-- WORK ORDER --
Reproduce the data below in full and to the letter, images excepted.

-- EXTRACTED MATERIAL follows --

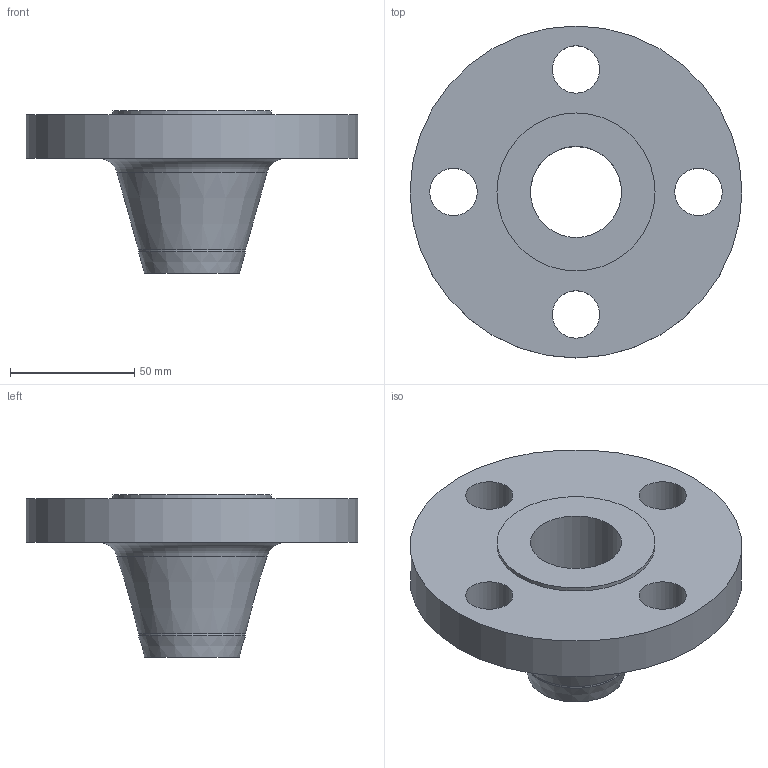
import cadquery as cq
import math

flange_diameter = 133.35
overall_height = 65.09
bore_diameter = 36.6

raised_face_height = 1.59
raised_face_diameter = 63.5
flange_thickness = 17.46

bolt_hole_count = 4
bolt_hole_diameter = 19.05
bolt_circle_diameter = 98.43

weld_end_diameter = 38.2
band_diameter = 42.9
bevel_height = 8.45
band_height = 0.8
hub_base_diameter = 63.5
hub_fillet_radius = 7.62

band_top = bevel_height + band_height
flange_top = overall_height - raised_face_height
flange_bottom = flange_top - flange_thickness


def hub_fillet_points():
    """Start, middle and end of the arc tangent to the cone and to the flange underside."""
    slope = math.atan2((hub_base_diameter - band_diameter) / 2, flange_bottom - band_top)
    fillet_start_z = flange_bottom - hub_fillet_radius * (1 - math.sin(slope))
    fillet_start_r = band_diameter / 2 + (fillet_start_z - band_top) * math.tan(slope)
    center_r = fillet_start_r + hub_fillet_radius * math.cos(slope)
    center_z = flange_bottom - hub_fillet_radius
    middle_angle = (math.pi - slope + math.pi / 2) / 2
    middle = (
        center_r + hub_fillet_radius * math.cos(middle_angle),
        center_z + hub_fillet_radius * math.sin(middle_angle),
    )
    return (fillet_start_r, fillet_start_z), middle, (center_r, flange_bottom)


def make_body():
    """Flange, raised face, hub and bore as one revolved profile (radius, height)."""
    fillet_start, fillet_middle, fillet_end = hub_fillet_points()
    return (
        cq.Workplane("XZ")
        .moveTo(bore_diameter / 2, 0)
        .lineTo(weld_end_diameter / 2, 0)
        .lineTo(band_diameter / 2, bevel_height)
        .lineTo(band_diameter / 2, band_top)
        .lineTo(*fillet_start)
        .threePointArc(fillet_middle, fillet_end)
        .lineTo(flange_diameter / 2, flange_bottom)
        .lineTo(flange_diameter / 2, flange_top)
        .lineTo(raised_face_diameter / 2, flange_top)
        .lineTo(raised_face_diameter / 2, overall_height)
        .lineTo(bore_diameter / 2, overall_height)
        .close()
        .revolve(360, (0, 0, 0), (0, 1, 0))
    )


def make_bolt_holes():
    """Bolt hole cutters, evenly spaced with the first one on the X axis."""
    return (
        cq.Workplane("XY")
        .workplane(offset=flange_bottom)
        .polarArray(bolt_circle_diameter / 2, 0, 360, bolt_hole_count)
        .circle(bolt_hole_diameter / 2)
        .extrude(flange_thickness)
    )


result = make_body().cut(make_bolt_holes())

-- EXTRACTED MATERIAL concluded --

-- TASK RESPONSE --
import cadquery as cq
import math

flange_diameter = 133.35
overall_height = 65.09
bore_diameter = 36.6

raised_face_height = 1.59
raised_face_diameter = 63.5
flange_thickness = 17.46

bolt_hole_count = 4
bolt_hole_diameter = 19.05
bolt_circle_diameter = 98.43

weld_end_diameter = 38.2
band_diameter = 42.9
bevel_height = 8.45
band_height = 0.8
hub_base_diameter = 63.5
hub_fillet_radius = 7.62

band_top = bevel_height + band_height
flange_top = overall_height - raised_face_height
flange_bottom = flange_top - flange_thickness


def hub_fillet_points():
    """Start, middle and end of the arc tangent to the cone and to the flange underside."""
    slope = math.atan2((hub_base_diameter - band_diameter) / 2, flange_bottom - band_top)
    fillet_start_z = flange_bottom - hub_fillet_radius * (1 - math.sin(slope))
    fillet_start_r = band_diameter / 2 + (fillet_start_z - band_top) * math.tan(slope)
    center_r = fillet_start_r + hub_fillet_radius * math.cos(slope)
    center_z = flange_bottom - hub_fillet_radius
    middle_angle = (math.pi - slope + math.pi / 2) / 2
    middle = (
        center_r + hub_fillet_radius * math.cos(middle_angle),
        center_z + hub_fillet_radius * math.sin(middle_angle),
    )
    return (fillet_start_r, fillet_start_z), middle, (center_r, flange_bottom)


def make_body():
    """Flange, raised face, hub and bore as one revolved profile (radius, height)."""
    fillet_start, fillet_middle, fillet_end = hub_fillet_points()
    return (
        cq.Workplane("XZ")
        .moveTo(bore_diameter / 2, 0)
        .lineTo(weld_end_diameter / 2, 0)
        .lineTo(band_diameter / 2, bevel_height)
        .lineTo(band_diameter / 2, band_top)
        .lineTo(*fillet_start)
        .threePointArc(fillet_middle, fillet_end)
        .lineTo(flange_diameter / 2, flange_bottom)
        .lineTo(flange_diameter / 2, flange_top)
        .lineTo(raised_face_diameter / 2, flange_top)
        .lineTo(raised_face_diameter / 2, overall_height)
        .lineTo(bore_diameter / 2, overall_height)
        .close()
        .revolve(360, (0, 0, 0), (0, 1, 0))
    )


def make_bolt_holes():
    """Bolt hole cutters, evenly spaced with the first one on the X axis."""
    return (
        cq.Workplane("XY")
        .workplane(offset=flange_bottom)
        .polarArray(bolt_circle_diameter / 2, 0, 360, bolt_hole_count)
        .circle(bolt_hole_diameter / 2)
        .extrude(flange_thickness)
    )


result = make_body().cut(make_bolt_holes())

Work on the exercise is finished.